W miejscu pracy powoda kładziono nacisk na to, by zawierać z klientami jak najwięcej umów, by pozwany uplasował się jak najwyżej w rankingach branżowych. Powód nie powinien ulegać naciskom z oddziału. (...) został stworzony jako jednostka, która miała oddzielać wolę oddziału zawarcia umowy od jej ryzyka. Dyrektor działu sprzedaży nie wpływał na (...) by pozytywnie oceniał transakcje.

Powód jako pracownik (...) powinien samodzielnie zweryfikować wszelkie możliwe informacje podane przez klienta. Przede wszystkim powinien zweryfikować wartość przedmiotu leasingu.

Decyzja o zawarciu umowy z klientem była podejmowana kolegialnie drogą głosowania na posiedzeniu Komitetu Ryzyka Leasingowego. W przedmiocie umowy
z KIM (...) odbyło się głosowanie, w wyniku którego większością głosów 4:3 wyrażono zgodę na zawarcie umowy. W imieniu swojego działu, po uzyskaniu aprobaty swojego bezpośredniego przełożonego M. F. (1), W. Ż. głosował za zawarciem umowy. Przeciw głosowali przedstawiciele działów, które wyraziły uprzednio opinię negatywną.

W związku z informacją o spłonięciu w dniu 24 stycznia 2014r.
7 samochodów należących do pozwanego, wśród których znajdowały się
2 samochody B. (...) zakupione w oparciu o umowę z KIM (...), której zawarcie opiniował powód, przeprowadzony został audyt wewnętrzny obejmujący kontrolę m.in. w.w. umowy.

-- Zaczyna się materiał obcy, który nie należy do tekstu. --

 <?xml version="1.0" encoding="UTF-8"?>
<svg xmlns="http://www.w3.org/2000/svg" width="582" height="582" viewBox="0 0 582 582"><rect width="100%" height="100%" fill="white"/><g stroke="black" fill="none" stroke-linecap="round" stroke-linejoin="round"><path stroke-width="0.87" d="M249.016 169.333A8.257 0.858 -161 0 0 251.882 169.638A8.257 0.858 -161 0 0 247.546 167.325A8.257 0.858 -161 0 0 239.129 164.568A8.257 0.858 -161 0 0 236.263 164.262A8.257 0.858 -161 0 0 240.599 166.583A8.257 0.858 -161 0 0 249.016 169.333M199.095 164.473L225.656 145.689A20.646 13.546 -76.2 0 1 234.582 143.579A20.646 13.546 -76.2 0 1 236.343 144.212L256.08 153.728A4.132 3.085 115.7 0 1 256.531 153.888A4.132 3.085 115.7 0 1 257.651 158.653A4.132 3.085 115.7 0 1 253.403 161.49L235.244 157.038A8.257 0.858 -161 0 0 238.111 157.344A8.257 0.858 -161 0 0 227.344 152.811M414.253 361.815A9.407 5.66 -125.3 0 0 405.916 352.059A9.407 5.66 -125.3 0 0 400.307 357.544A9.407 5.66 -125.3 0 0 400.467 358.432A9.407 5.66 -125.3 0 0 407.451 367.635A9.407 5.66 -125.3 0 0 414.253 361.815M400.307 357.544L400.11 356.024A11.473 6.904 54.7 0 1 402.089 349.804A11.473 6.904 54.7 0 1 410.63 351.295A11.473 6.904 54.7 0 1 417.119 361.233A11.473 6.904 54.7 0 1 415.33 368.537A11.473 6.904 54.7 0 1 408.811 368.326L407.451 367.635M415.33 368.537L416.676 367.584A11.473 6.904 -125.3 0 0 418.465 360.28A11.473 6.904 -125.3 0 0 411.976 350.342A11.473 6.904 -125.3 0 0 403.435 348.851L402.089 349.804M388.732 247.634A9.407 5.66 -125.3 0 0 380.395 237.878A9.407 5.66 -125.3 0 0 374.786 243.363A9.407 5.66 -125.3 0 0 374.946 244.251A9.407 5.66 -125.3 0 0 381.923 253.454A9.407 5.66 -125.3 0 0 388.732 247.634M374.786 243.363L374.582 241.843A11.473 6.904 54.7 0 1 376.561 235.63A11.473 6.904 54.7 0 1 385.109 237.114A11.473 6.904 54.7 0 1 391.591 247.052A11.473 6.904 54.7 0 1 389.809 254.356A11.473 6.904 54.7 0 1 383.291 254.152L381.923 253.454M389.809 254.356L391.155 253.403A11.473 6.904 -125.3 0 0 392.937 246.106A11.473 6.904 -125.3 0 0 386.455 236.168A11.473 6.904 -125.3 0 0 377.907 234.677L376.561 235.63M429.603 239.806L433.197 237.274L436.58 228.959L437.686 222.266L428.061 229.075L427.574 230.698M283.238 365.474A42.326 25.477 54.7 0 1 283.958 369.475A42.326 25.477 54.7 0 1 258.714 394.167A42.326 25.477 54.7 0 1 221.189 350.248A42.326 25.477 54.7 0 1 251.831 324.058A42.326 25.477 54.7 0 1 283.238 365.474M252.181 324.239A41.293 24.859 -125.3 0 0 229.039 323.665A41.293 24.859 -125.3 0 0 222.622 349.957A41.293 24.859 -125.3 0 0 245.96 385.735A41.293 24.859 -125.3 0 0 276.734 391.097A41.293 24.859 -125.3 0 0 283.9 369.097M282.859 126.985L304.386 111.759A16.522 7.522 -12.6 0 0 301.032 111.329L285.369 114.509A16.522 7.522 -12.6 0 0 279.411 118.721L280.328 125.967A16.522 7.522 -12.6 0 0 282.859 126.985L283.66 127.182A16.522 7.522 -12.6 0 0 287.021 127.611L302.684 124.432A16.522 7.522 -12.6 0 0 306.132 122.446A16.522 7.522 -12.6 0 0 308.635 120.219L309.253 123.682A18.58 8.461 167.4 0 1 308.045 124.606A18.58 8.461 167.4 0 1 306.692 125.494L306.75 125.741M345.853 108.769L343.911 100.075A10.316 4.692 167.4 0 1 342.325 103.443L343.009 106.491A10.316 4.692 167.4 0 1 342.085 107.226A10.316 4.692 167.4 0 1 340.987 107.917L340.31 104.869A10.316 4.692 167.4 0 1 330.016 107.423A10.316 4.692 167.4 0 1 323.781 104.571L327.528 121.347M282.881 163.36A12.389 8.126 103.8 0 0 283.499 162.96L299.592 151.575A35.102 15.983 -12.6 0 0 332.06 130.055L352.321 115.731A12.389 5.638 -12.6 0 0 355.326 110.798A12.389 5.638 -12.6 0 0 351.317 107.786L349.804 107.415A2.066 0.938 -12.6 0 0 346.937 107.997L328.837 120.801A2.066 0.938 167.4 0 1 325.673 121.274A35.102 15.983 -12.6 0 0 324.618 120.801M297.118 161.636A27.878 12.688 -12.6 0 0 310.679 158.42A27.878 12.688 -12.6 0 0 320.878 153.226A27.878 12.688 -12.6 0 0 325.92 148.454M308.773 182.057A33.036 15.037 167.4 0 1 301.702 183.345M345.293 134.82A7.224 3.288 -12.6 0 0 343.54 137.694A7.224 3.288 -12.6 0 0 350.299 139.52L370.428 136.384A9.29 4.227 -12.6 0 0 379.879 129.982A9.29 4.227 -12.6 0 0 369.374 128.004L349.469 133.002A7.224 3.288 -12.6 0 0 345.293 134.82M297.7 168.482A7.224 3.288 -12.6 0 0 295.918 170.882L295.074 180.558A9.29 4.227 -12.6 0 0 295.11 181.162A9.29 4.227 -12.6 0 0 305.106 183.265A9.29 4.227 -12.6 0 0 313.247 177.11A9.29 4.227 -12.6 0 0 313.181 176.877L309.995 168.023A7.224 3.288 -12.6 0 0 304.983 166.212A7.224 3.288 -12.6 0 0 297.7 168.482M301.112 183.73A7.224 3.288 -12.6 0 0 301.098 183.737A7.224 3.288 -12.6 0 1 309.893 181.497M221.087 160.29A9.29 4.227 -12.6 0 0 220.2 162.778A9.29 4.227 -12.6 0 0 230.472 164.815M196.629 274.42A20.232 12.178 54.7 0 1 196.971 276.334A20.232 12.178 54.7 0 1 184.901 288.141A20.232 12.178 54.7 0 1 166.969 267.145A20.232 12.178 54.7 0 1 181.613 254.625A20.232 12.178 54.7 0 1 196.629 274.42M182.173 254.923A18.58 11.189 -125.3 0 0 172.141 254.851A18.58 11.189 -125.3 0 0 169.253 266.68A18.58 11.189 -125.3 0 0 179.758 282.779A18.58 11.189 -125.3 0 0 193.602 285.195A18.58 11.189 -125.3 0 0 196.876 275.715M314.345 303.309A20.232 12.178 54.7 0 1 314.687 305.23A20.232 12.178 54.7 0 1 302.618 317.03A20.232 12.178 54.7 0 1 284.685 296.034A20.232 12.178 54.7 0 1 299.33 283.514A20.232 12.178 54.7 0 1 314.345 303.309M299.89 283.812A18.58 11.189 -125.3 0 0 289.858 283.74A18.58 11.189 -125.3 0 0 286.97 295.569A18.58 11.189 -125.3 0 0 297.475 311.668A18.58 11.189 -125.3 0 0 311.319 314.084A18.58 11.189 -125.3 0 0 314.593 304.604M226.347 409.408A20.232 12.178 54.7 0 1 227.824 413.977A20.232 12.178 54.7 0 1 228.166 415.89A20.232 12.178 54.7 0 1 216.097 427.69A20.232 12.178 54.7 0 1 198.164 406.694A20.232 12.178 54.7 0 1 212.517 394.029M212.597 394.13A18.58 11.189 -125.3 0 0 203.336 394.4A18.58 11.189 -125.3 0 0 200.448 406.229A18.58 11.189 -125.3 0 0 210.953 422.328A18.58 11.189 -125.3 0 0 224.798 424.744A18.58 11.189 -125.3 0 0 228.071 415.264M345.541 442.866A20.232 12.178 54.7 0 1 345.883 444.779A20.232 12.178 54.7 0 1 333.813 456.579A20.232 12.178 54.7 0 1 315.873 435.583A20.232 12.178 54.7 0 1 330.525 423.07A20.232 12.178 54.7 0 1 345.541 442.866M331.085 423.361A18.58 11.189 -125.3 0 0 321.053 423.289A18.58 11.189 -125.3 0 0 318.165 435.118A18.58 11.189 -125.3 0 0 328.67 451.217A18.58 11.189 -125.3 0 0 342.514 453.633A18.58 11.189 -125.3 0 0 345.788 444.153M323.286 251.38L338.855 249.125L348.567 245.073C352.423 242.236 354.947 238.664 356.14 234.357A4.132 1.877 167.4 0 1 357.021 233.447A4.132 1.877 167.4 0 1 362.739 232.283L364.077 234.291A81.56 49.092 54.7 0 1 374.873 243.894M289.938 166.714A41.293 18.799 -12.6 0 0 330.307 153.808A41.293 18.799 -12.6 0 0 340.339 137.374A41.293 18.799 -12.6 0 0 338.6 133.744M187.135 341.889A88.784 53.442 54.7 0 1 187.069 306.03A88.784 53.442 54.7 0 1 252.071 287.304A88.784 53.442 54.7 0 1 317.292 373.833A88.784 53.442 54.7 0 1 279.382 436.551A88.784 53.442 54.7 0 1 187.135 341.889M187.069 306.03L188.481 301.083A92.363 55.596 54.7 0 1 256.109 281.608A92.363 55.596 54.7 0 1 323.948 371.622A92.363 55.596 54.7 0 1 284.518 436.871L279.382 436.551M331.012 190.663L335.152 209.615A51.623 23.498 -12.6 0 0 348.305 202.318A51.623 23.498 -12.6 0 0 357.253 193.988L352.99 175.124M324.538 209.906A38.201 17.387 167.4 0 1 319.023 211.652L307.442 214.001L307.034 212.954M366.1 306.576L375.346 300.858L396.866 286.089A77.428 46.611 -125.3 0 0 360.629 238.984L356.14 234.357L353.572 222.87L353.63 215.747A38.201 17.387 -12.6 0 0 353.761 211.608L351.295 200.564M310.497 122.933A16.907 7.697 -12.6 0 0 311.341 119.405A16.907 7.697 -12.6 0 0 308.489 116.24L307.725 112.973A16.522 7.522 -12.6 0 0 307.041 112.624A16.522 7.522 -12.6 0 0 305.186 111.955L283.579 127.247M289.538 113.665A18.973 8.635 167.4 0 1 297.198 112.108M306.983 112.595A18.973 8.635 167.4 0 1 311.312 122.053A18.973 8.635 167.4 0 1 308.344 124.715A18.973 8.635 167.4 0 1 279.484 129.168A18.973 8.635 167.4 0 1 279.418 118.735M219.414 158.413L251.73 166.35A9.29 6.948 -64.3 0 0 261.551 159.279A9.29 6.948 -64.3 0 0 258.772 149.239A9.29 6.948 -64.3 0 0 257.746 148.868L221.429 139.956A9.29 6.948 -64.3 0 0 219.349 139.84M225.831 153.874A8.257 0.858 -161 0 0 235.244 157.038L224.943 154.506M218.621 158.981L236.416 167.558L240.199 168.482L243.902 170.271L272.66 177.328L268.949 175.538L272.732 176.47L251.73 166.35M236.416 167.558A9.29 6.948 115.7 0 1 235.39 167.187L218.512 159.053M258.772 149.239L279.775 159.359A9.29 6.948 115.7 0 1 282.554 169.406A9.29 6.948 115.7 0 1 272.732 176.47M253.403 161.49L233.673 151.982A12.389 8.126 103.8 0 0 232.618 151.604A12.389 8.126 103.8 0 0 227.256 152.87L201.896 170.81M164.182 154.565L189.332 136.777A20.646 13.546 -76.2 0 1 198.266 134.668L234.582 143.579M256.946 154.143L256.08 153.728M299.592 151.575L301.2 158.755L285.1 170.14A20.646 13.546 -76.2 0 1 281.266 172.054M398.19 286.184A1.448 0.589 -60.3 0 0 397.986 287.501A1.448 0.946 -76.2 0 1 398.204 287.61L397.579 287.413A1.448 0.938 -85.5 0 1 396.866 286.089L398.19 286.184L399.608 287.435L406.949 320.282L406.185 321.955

Powód nie dołożył należytej staranności przy sporządzaniu swojej opinii. Zawarte w niej własne wnioski oparł na informacjach przedłożonych mu przez Oddział pozwanego w K. bez ich dogłębnej weryfikacji. W. Ż. nie sprawdził, chociażby poprzez wyszukanie w Internecie ogólnodostępnych informacji dotyczących tego, czy możliwe jest wyposażenie samochodów B. (...) w elementy dodatkowego wyposażenia wskazane w specyfikacji przedłożonej przez klienta. Wskazywała ona m.in., iż specyfikacja z zakresu bezpieczeństwa wspomnianych samochodów miała nosić symbol R12, podczas gdy taka specyfikacja w ogóle nie istnieje. Dodatkowo samochody miały być wyposażone w urządzenia radarowe, które również nie istnieją, a sprzęt najbardziej zbliżony do wskazanego
w specyfikacji jest radarem lotniczym, waży 3,5 tony i posiada antenę radarową
o średnicy 7 metrów. Powód nie dokonał również sprawdzenia prawidłowości dokumentów złożonych przez korzystającego dotyczących indywidualnego zwolnienia przez Ministra Finansów z prowadzenia pełnych ksiąg rachunkowych, mimo spełnienia do tego przesłanek ustawowych. W. Ż. nie dostrzegł, że przepisy prawa nie zezwalają Ministrowi Finansów na dokonywanie indywidualnych zwolnień od prowadzenia pełnych ksiąg rachunkowych, w wypadku spełnienia do tego przesłanek ustawowych. Powód nie wskazał w swojej opinii zastrzeżeń do ewentualnych trudności w wykonaniu przez korzystającego umowy z MSW, mimo że korzystający nie posiadał adekwatnych środków trwałych pozwalających na prawidłowe wykonanie umowy, której wartość przekraczała całoroczny obrót osiągnięty przez korzystającego w 2011r. W. Ż. nie wyjaśnił również wątpliwości dotyczących wartości samochodów, mimo że 1 nowy samochód B. (...) posiadał wartość ok. 500 000 zł, a wersja tego samochodu wskazana przez korzystającego miała mieć wartość ok. 10 000 000 zł. Nie zostało również wyjaśnione skąd samochody te miały pochodzić. Mimo, że korzystający wskazał, że samochody przed sprowadzeniem ich do Polski miały zostać zarejestrowane w Niemczech, a zatem ich nabycie przez finansującego byłoby nabyciem samochodów używanych, w dokumentach nadesłanych przez Oddział pozwanego w K. wskazano, że miały być to samochody nowe. Powód nie wyjaśnił również dlaczego w w.w. dokumentach jedynie ogólnikowo wskazano, że samochody miały pochodzić z fabryki (...) w Niemczech bez podania szczegółowych danych.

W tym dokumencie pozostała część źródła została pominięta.